As part of his PhD, submitted in 2013, Younes Matar did a course entitled " Doc challenge" designed to prepare students for the world of work. He put it to good use : straight afterwards, he was hired by HENGEL Industrie, an SME which manufactures storage equipment for bakeries and restaurants. "I was able to use my engineering PhD training in the service of industrial innovation", explained the young doctor of engineering.

"Companies are not always aware of the skills which the young research scientists possess, points out Sylvie Le Goff. We need to communicate more effectively so that they understand what the training involves. Contrary to popular belief, PhD students do not work in isolation: they learn to communicate, to share their knowledge, to collaborate as well as to meet deadlines. In this way they acquire a range of skills and practical knowledge about how to apply for patents, intellectual property law, and applying for funding. All this could be very useful within a company."  


 Mines Nantes organised les Doctoriales Pays de la Loire in 2014, with the Université de Nantes, Centrale Nantes and ONIRIS. " We invited the 100 PhD students in the region to take up the challenge of 24h Innov’. A jury made up of local companies including  AIRBUS, La Florentaise, Intuiti tactique digital, Sigma, and Noroit assessed the projects put forward, for setting up new companies. The companies taking part were agreeably surprised by what the groups of 10 PhD students from different disciplines were able to come up with. Until now, this event has taken place in the region, every two years."

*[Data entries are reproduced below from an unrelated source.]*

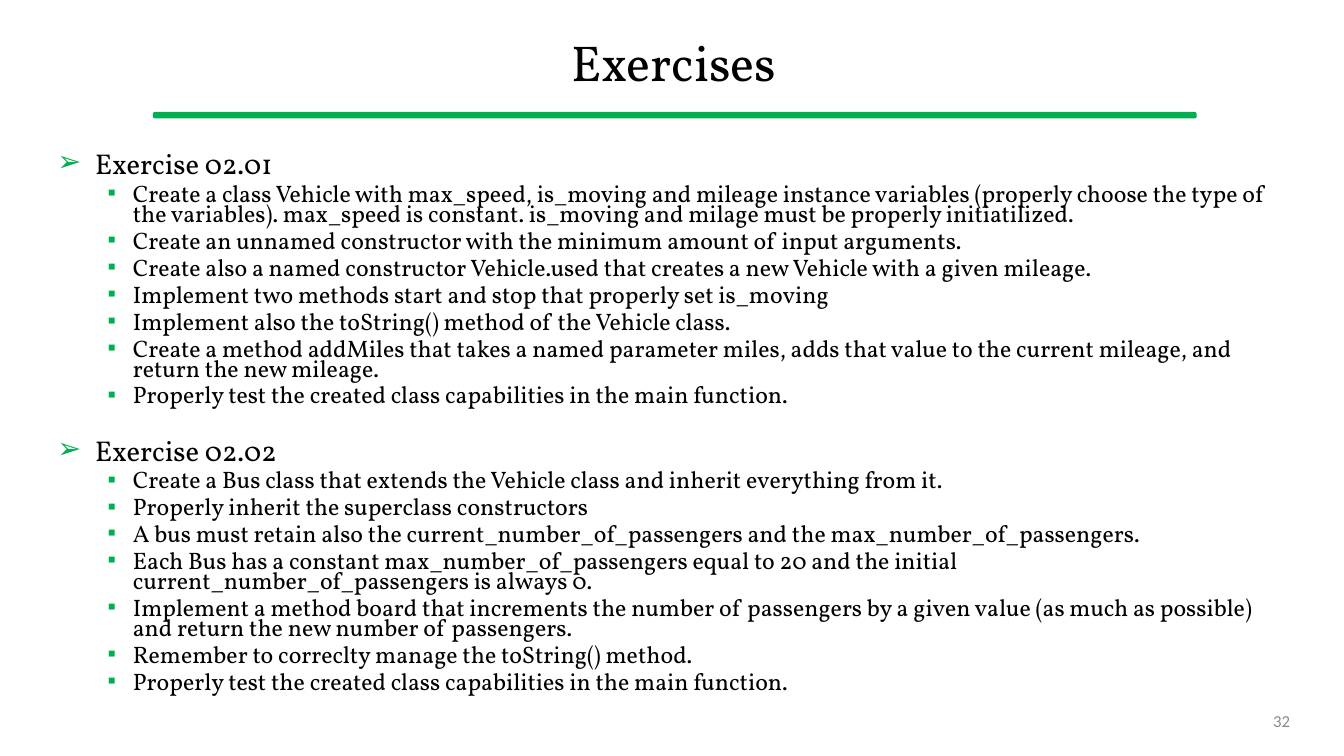
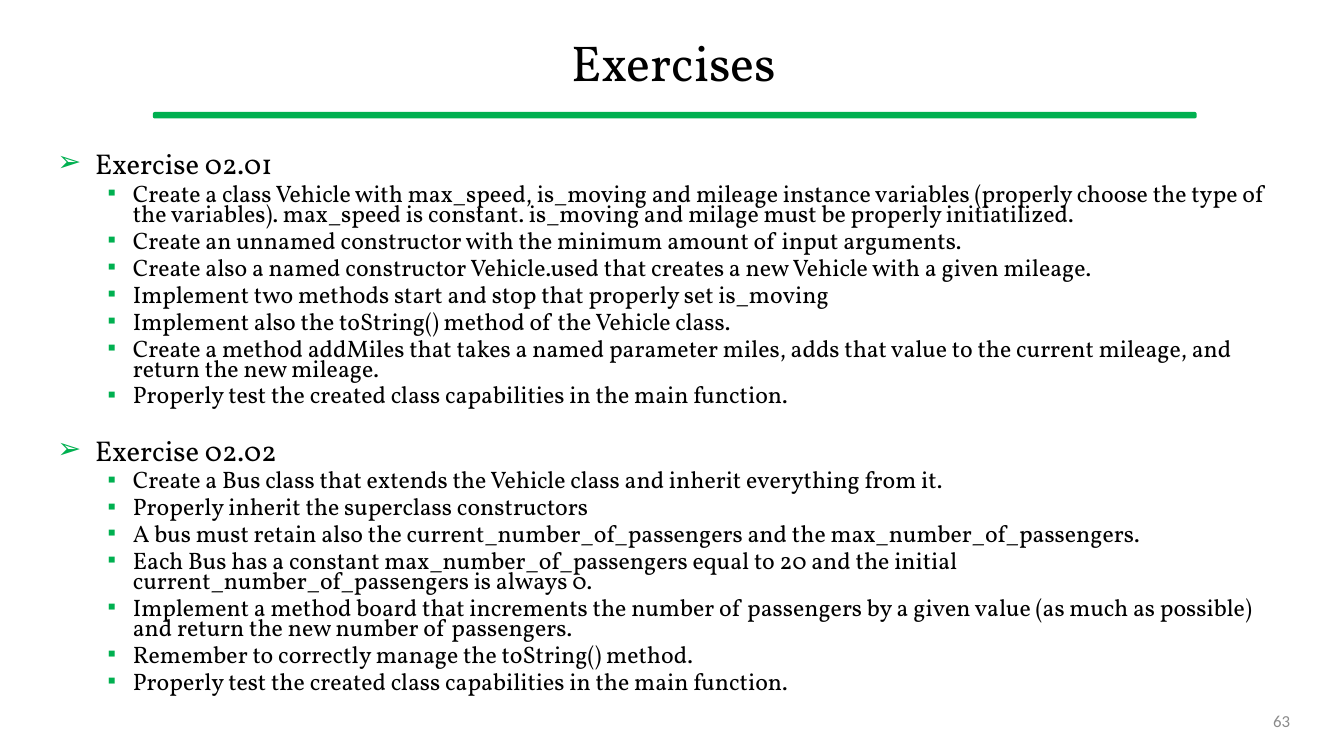
Before and after one commit to gcappon/bwthw, a slide deck: slide 63 of lab_03-dart_101_part_2/lab_03-dart_101_part_2.pptx (slide 32 before the commit). Drawn at 1344x756 pixels with LibreOffice and Linux fonts; fonts in the diff are those of the drawing. Boxes give left, top, right and bottom in pixels: in the first picture for what was removed or moved away, otherwise in the second. Text is boxed around its words. In the diff, an @@ line names an element or a change of style, - is before the commit and + after.

```diff
--- a/lab_03-dart_101_part_2/lab_03-dart_101_part_2.pptx
+++ b/lab_03-dart_101_part_2/lab_03-dart_101_part_2.pptx
@@ text at [133, 640, 693, 674]: text changed @@
-  ▪ Remember to correclty manage the toString() method.
+  ▪ Remember to correctly manage the toString() method.
@@ page number at [1273, 716, 1290, 727]: text changed @@
-32
+63
```
Also in this commit, not shown: 8 other slides changed, 58 slides added, 28 slides removed, 19 other files.

Mines Nantes : Increasing numbers of PhD students


The number of PhD student has steadily increased, by  2 or 3 % per year. There are now around 125 of them, in the three doctoral schools : "Engineering sciences" (SPIGA), "Information and communication science and technology" (STIM), and lastly "Matter, molecules, materials" (3MPL).

- About half of the students come from abroad : there are 29 nationalities working in the school's laboratories. Women make up 26 % of the workforce.

- Around 9 to 10 % of the PhDs are signed up to the CIFRE agreements (Industrial agreements for training through research), while between 13 and 14 % are under joint supervision.

- Depending on the years, between 4 and 8 % of the PhD students are graduates from within the school, while 10 to 20 % come from other engineering schools.

- It generally takes between 38 and 40 months to complete a PhD.

- 4 to 8 % of the engineers continue to write a thesis.